The Court concluded that:

  • The requirement of notice publication under Section 6 and inviting public objections under Section 7 are not mandatory but are only directory in nature and will be of effect only upon the parties’ request.
  • If the individuals out of their own free will apply to solemnise their marriage under SMA then they can opt for publication of notice in public under Section 6 which by virtue of their free will has been applied and therefore not violative of their fundamental rights.
  • The court made it optional for the parties under Section 5 for the parties to make a request in writing to the Marriage Officer for publication of the notice.

Conclusion

This judgment acts as an important judicial pushback to the increasing interference of the state in matters of marriage including empowering social groups. It has an authentic articulation of liberty as it addresses and signifies a larger element present in the implementation of these laws. Though these concerned sections were present in the SMA from the beginning, they have become a base for future interference (as in the UP ordinance notice requirement).

In a related case which remains pending, a plea was filed before the Supreme Court regarding the requirement of the parties to marriage to disclose their personal details for public scrutiny before thirty days of the date of marriage. Another instance includes various complaints being lodged regarding uploading of e-notice for intended marriage pursuant to which the Kerala Government also decided to stop this practice of uploading scanned copies of notice of intended marriage.

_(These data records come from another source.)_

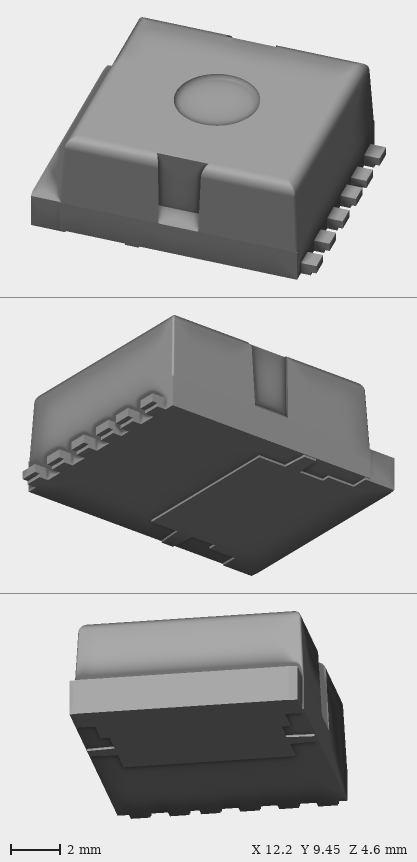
import cadquery as cq
import math

overall_length = 12.16
overall_width = 9.45
overall_height = 4.6

body_start = 1.3
body_end = 11.49
body_length = body_end - body_start
body_center_x = (body_start + body_end) / 2
body_bottom = 0.1
shoulder_height = 1.47
cover_draft = 3.0
cover_top_radius = 0.49
cover_corner_radius = 0.09

tab_width = 9.36
tab_corner_depth = 0.05
tab_corner_width = 0.35
pad_step_start = 1.52
pad_step_end = 2.82
pad_step_width = 7.78
pad_width = 7.05
pad_end = 6.09
ear_start = 4.0
ear_end = 4.77
ear_flank_run = 0.09

upper_lead_count = 2
lower_lead_count = 4
lead_pitch = 1.6
lead_middle_gap = 1.29
lead_width = 0.8
lead_top = 0.62
lead_tip_bottom = 0.25
lead_foot_end = 11.92

notch_center_x = 6.4
notch_mouth_width = 1.7
notch_back_width = 2.21
notch_depth = 0.55
notch_floor_rise = 0.49

dimple_center_x = 6.4
dimple_radius = 1.75
dimple_depth = 0.2


def make_body():
    """Straight lower block carrying a drafted cover with rounded top edges."""
    base = (
        cq.Workplane("XY", origin=(body_center_x, 0, body_bottom))
        .rect(body_length, overall_width)
        .extrude(shoulder_height - body_bottom)
    )
    cover = (
        cq.Workplane("XY", origin=(body_center_x, 0, shoulder_height))
        .rect(body_length, overall_width)
        .extrude(overall_height - shoulder_height, taper=cover_draft)
        .faces(">Z")
        .edges()
        .fillet(cover_top_radius)
    )
    corner_edges = cover.edges("not(#Z or |X or |Y)")
    return base.union(corner_edges.fillet(cover_corner_radius))


def make_tab():
    """Tab on the -X end, as high as the shoulder, with two shallow corner cuts."""
    half_width = tab_width / 2
    flat_half_width = half_width - tab_corner_width
    return (
        cq.Workplane("XY")
        .moveTo(body_start, -half_width)
        .lineTo(tab_corner_depth, -half_width)
        .lineTo(0, -flat_half_width)
        .lineTo(0, flat_half_width)
        .lineTo(tab_corner_depth, half_width)
        .lineTo(body_start, half_width)
        .close()
        .extrude(shoulder_height)
    )


def make_heat_pad():
    """Thin stepped pad under the body, with one ear reaching out on each side."""
    half_edge = [
        (body_start, tab_width / 2),
        (pad_step_start, tab_width / 2),
        (pad_step_start, pad_step_width / 2),
        (pad_step_end, pad_step_width / 2),
        (pad_step_end, pad_width / 2),
        (ear_start, pad_width / 2),
        (ear_start + ear_flank_run, tab_width / 2),
        (ear_end - ear_flank_run, tab_width / 2),
        (ear_end, pad_width / 2),
        (pad_end, pad_width / 2),
    ]
    mirrored_edge = [(x, -y) for x, y in reversed(half_edge)]
    return cq.Workplane("XY").polyline(half_edge + mirrored_edge).close().extrude(body_bottom)


def make_leads():
    """Six stepped leads; the gap after the second lead is narrower."""
    upper_span = (upper_lead_count - 1) * lead_pitch
    lower_span = (lower_lead_count - 1) * lead_pitch
    upper_start = (upper_span + lead_middle_gap + lower_span) / 2
    lower_start = upper_start - upper_span - lead_middle_gap
    upper_ys = [upper_start - i * lead_pitch for i in range(upper_lead_count)]
    lower_ys = [lower_start - i * lead_pitch for i in range(lower_lead_count)]
    lead_profile = [
        (body_end, body_bottom),
        (lead_foot_end, body_bottom),
        (lead_foot_end, lead_tip_bottom),
        (overall_length, lead_tip_bottom),
        (overall_length, lead_top),
        (body_end, lead_top),
    ]
    leads = cq.Workplane("XY")
    for lead_y in upper_ys + lower_ys:
        lead = (
            cq.Workplane("XZ", origin=(0, lead_y, 0))
            .polyline(lead_profile)
            .close()
            .extrude(lead_width / 2, both=True)
        )
        leads = leads.add(lead)
    return leads.combine()


def make_notch_cutter():
    """Dovetail column for the -Y side, with its floor rising towards the back."""
    mouth_y = -overall_width / 2
    back_y = mouth_y + notch_depth
    column = (
        cq.Workplane("XY", origin=(notch_center_x, 0, shoulder_height))
        .polyline([
            (-notch_mouth_width / 2, mouth_y),
            (notch_mouth_width / 2, mouth_y),
            (notch_back_width / 2, back_y),
            (-notch_back_width / 2, back_y),
        ])
        .close()
        .extrude(overall_height - shoulder_height)
    )
    floor_wedge = (
        cq.Workplane("YZ", origin=(notch_center_x, 0, 0))
        .polyline([
            (mouth_y, shoulder_height),
            (back_y, shoulder_height),
            (back_y, shoulder_height + notch_floor_rise),
        ])
        .close()
        .extrude(notch_back_width, both=True)
    )
    return column.cut(floor_wedge)


def make_dimple_cutter():
    """Shallow round recess whose wall is a quarter round of the same depth."""
    floor_radius = dimple_radius - dimple_depth
    floor_z = overall_height - dimple_depth
    diagonal = dimple_depth * math.sqrt(0.5)
    return (
        cq.Workplane("XZ", origin=(dimple_center_x, 0, 0))
        .moveTo(0, overall_height)
        .lineTo(dimple_radius, overall_height)
        .threePointArc(
            (floor_radius + diagonal, overall_height - diagonal),
            (floor_radius, floor_z),
        )
        .lineTo(0, floor_z)
        .close()
        .revolve(360, (0, 0, 0), (0, 1, 0))
    )


notch = make_notch_cutter()
body = make_body().cut(notch).cut(notch.mirror("XZ")).cut(make_dimple_cutter())
result = body.union(make_tab()).union(make_heat_pad()).union(make_leads())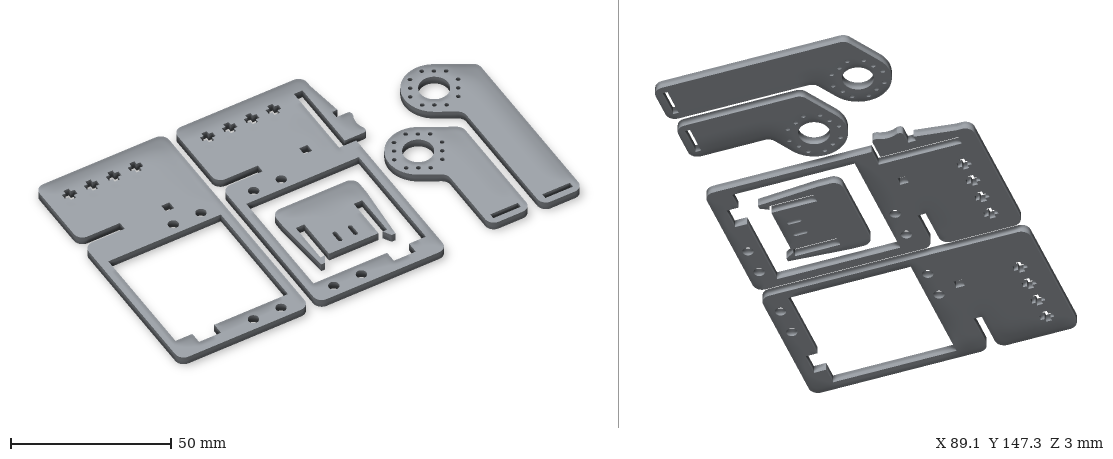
import cadquery as cq
import math

thickness = 3.0
corner_radius = 3.1
joint_width = 3.0

plate_length = 89.1
plate_height = 47.0
plate_gap = 3.1
latch_plate_y = plate_height + plate_gap

window_left = 39.9
window_length = 41.1
window_height = 40.8
window_right = window_left + window_length
notch_depth = 4.1
notch_height = 8.0
notch_offset = 10.3

mount_hole_diameter = 3.5
mount_hole_xs = (36.1, 85.1)
mount_hole_offsets = (5.5, 15.5)

cross_x = 8.1
cross_first_y = 8.0
cross_pitch = 8.0
cross_count = 4
cross_span = 4.5
cross_arm_width = 1.9

joint_x = 28.5
joint_slot_depth = 14.9
socket_y = 31.4

spring_thickness = 3.1
spring_slot_left = 5.5
spring_slot_height = 3.1
spring_slot_right = 33.1
button_left = 21.0
button_right = 31.4
button_rise = 5.0
button_corner_radius = 1.0
button_dip_width = 6.8
button_dip_depth = 0.9
wedge_left = 4.9
wedge_right = 18.4
wedge_rise = 1.9

clip_left = 47.1
clip_length = 25.0
clip_height = 30.2
clip_rise = 23.0
clip_center_y = latch_plate_y + clip_rise
clip_slot_left = 57.0
clip_slot_inner = 9.0
clip_slot_width = 3.1
prong_taper_start = 54.5
prong_tip_reach = 2.8
prong_tip_inset = 1.6
barb_depth = 1.6
tie_slot_x = 66.9
tie_slot_length = 4.7
tie_slot_width = 1.5
tie_slot_spacing = 5.6

arm_width = 14.9
arm_slant = 60.0
hub_radius = 10.6
hub_bore_diameter = 10.0
hub_drop = 17.4
screw_hole_diameter = 1.5
screw_row_distance = 7.5
screw_pitch = 3.8
strap_slot_width = 1.9
strap_slot_height = 10.0
strap_slot_margin = 2.2
long_arm_hub = (25.5, 129.9)
long_arm_reach = 62.0
short_arm_hub = (47.0, 111.3)
short_arm_reach = 39.9


def block(left, bottom, right, top):
    """Sheet-thick rectangle between two corners."""
    return (
        cq.Workplane("XY")
        .moveTo((left + right) / 2, (bottom + top) / 2)
        .rect(right - left, top - bottom)
        .extrude(thickness)
    )


def rounded_at(body, points, radius):
    """Round the upright edges that stand on the given points."""
    for x, y in points:
        edge = cq.selectors.NearestToPointSelector((x, y, thickness / 2))
        body = body.edges("|Z").edges(edge).fillet(radius)
    return body


def plate(flip):
    """Side plate from the origin; flip is 1, or -1 to turn the notch and holes upside down."""
    middle = plate_height / 2
    joint_left = joint_x - joint_width / 2
    joint_right = joint_x + joint_width / 2
    body = block(0, 0, plate_length, plate_height).edges("|Z").fillet(corner_radius)

    body = body.cut(block(joint_left, 0, joint_right, joint_slot_depth))
    body = rounded_at(body, [(joint_left, 0), (joint_right, 0)], corner_radius)
    body = body.cut(
        block(joint_left, socket_y - joint_width / 2, joint_right, socket_y + joint_width / 2)
    )

    body = body.cut(
        block(window_left, middle - window_height / 2, window_right, middle + window_height / 2)
    )
    notch_y = middle - flip * notch_offset
    notch_bottom = notch_y - notch_height / 2
    notch_top = notch_y + notch_height / 2
    body = body.cut(block(window_right, notch_bottom, window_right + notch_depth, notch_top))

    hole_points = [(x, middle + flip * offset) for x in mount_hole_xs for offset in mount_hole_offsets]
    holes = cq.Workplane("XY").pushPoints(hole_points).circle(mount_hole_diameter / 2).extrude(thickness)
    body = body.cut(holes)

    cross_points = [(cross_x, cross_first_y + i * cross_pitch) for i in range(cross_count)]
    crosses = cq.Workplane("XY").pushPoints(cross_points)
    body = body.cut(crosses.rect(cross_span, cross_arm_width).extrude(thickness))
    return body.cut(crosses.rect(cross_arm_width, cross_span).extrude(thickness))


def latch_plate():
    """Plate whose upper left edge is a spring finger with a wedge catch and a push button."""
    spring_bottom = plate_height - spring_thickness
    button_top = plate_height + button_rise
    button_middle = (button_left + button_right) / 2
    body = plate(-1)

    body = body.cut(
        block(spring_slot_left, spring_bottom - spring_slot_height, spring_slot_right, spring_bottom)
    )
    body = body.cut(block(button_right, spring_bottom, spring_slot_right, plate_height))

    wedge = (
        cq.Workplane("XY")
        .moveTo(wedge_left, plate_height)
        .lineTo(wedge_right, plate_height)
        .lineTo(wedge_right, plate_height + wedge_rise)
        .close()
        .extrude(thickness)
    )
    body = body.union(wedge)

    button = (
        cq.Workplane("XY")
        .moveTo(button_left, spring_bottom)
        .lineTo(button_right, spring_bottom)
        .lineTo(button_right, button_top)
        .lineTo(button_middle + button_dip_width / 2, button_top)
        .threePointArc(
            (button_middle, button_top - button_dip_depth),
            (button_middle - button_dip_width / 2, button_top),
        )
        .lineTo(button_left, button_top)
        .close()
        .extrude(thickness)
    )
    button = rounded_at(
        button, [(button_left, button_top), (button_right, button_top)], button_corner_radius
    )
    return body.union(button).translate((0, latch_plate_y, 0))


def clip():
    """Snap-in clip with two barbed prongs, symmetric about its middle line."""
    front = clip_left + clip_length
    tip = front + prong_tip_reach
    half = clip_height / 2
    slot_outer = clip_slot_inner + clip_slot_width
    upper_half = (
        cq.Workplane("XY")
        .polyline([
            (clip_left, 0),
            (clip_left, half),
            (prong_taper_start, half),
            (tip, half - prong_tip_inset),
            (tip, slot_outer),
            (front, slot_outer - barb_depth),
            (front, slot_outer),
            (clip_slot_left, slot_outer),
            (clip_slot_left, clip_slot_inner),
            (front, clip_slot_inner),
            (front, 0),
        ])
        .close()
        .extrude(thickness)
    )
    upper_half = rounded_at(upper_half, [(clip_left, half)], corner_radius)
    body = upper_half.union(upper_half.mirror("XZ"))
    tie_slots = (
        cq.Workplane("XY")
        .pushPoints([(tie_slot_x, side * tie_slot_spacing / 2) for side in (-1, 1)])
        .slot2D(tie_slot_length, tie_slot_width)
        .extrude(thickness)
    )
    return body.cut(tie_slots).translate((0, clip_center_y, 0))


def arm(hub, reach):
    """Bent arm: a round hub, a slanted neck tangent to it, and a straight bar along X."""
    slant = math.radians(arm_slant)
    tangent_x = hub_radius * math.sin(slant)
    tangent_y = hub_radius * math.cos(slant)
    bar_top = hub_drop
    bar_bottom = hub_drop - arm_width
    outer_corner = (-tangent_x + (bar_top - tangent_y) / math.tan(slant), bar_top)
    elbow = (tangent_x + (bar_bottom + tangent_y) / math.tan(slant), bar_bottom)
    body = (
        cq.Workplane("XY")
        .moveTo(-tangent_x, tangent_y)
        .lineTo(*outer_corner)
        .lineTo(reach, bar_top)
        .lineTo(reach, bar_bottom)
        .lineTo(*elbow)
        .lineTo(tangent_x, -tangent_y)
        .threePointArc((-tangent_y, -tangent_x), (-tangent_x, tangent_y))
        .close()
        .extrude(thickness)
    )
    body = rounded_at(body, [outer_corner, (reach, bar_top), (reach, bar_bottom)], corner_radius)
    body = rounded_at(body, [elbow], corner_radius)

    bore = cq.Workplane("XY").circle(hub_bore_diameter / 2).extrude(thickness)
    row_points = [(screw_row_distance, step * screw_pitch) for step in (-1, 0, 1)]
    screw_row = cq.Workplane("XY").pushPoints(row_points).circle(screw_hole_diameter / 2).extrude(thickness)
    body = body.cut(bore)
    for quarter in range(4):
        body = body.cut(screw_row.rotate((0, 0, 0), (0, 0, 1), arm_slant + 90 * quarter))

    slot_right = reach - strap_slot_margin
    slot_middle = (bar_top + bar_bottom) / 2
    strap_slot = block(
        slot_right - strap_slot_width,
        slot_middle - strap_slot_height / 2,
        slot_right,
        slot_middle + strap_slot_height / 2,
    )
    return body.cut(strap_slot).translate((*hub, 0))


base_plate = plate(1)
spring_plate = latch_plate()
snap_clip = clip()
arms = [arm(long_arm_hub, long_arm_reach), arm(short_arm_hub, short_arm_reach)]

result = cq.Compound.makeCompound([
    base_plate.val(),
    spring_plate.val(),
    snap_clip.val(),
    *[body.val() for body in arms],
])

The requirement of public notice and invitation to objection signifies that the matters of most personal and intimate nature involving the exercise of choice are not for an individual to make but requires society’s acceptance too. This keeps society at a higher and dominant position for having control over people’s life choices. This also leaves the concerned individuals with two choices only, either to give up their freedom or be ready to face the societal pressure and persecution which are against the value of constitutional democracy.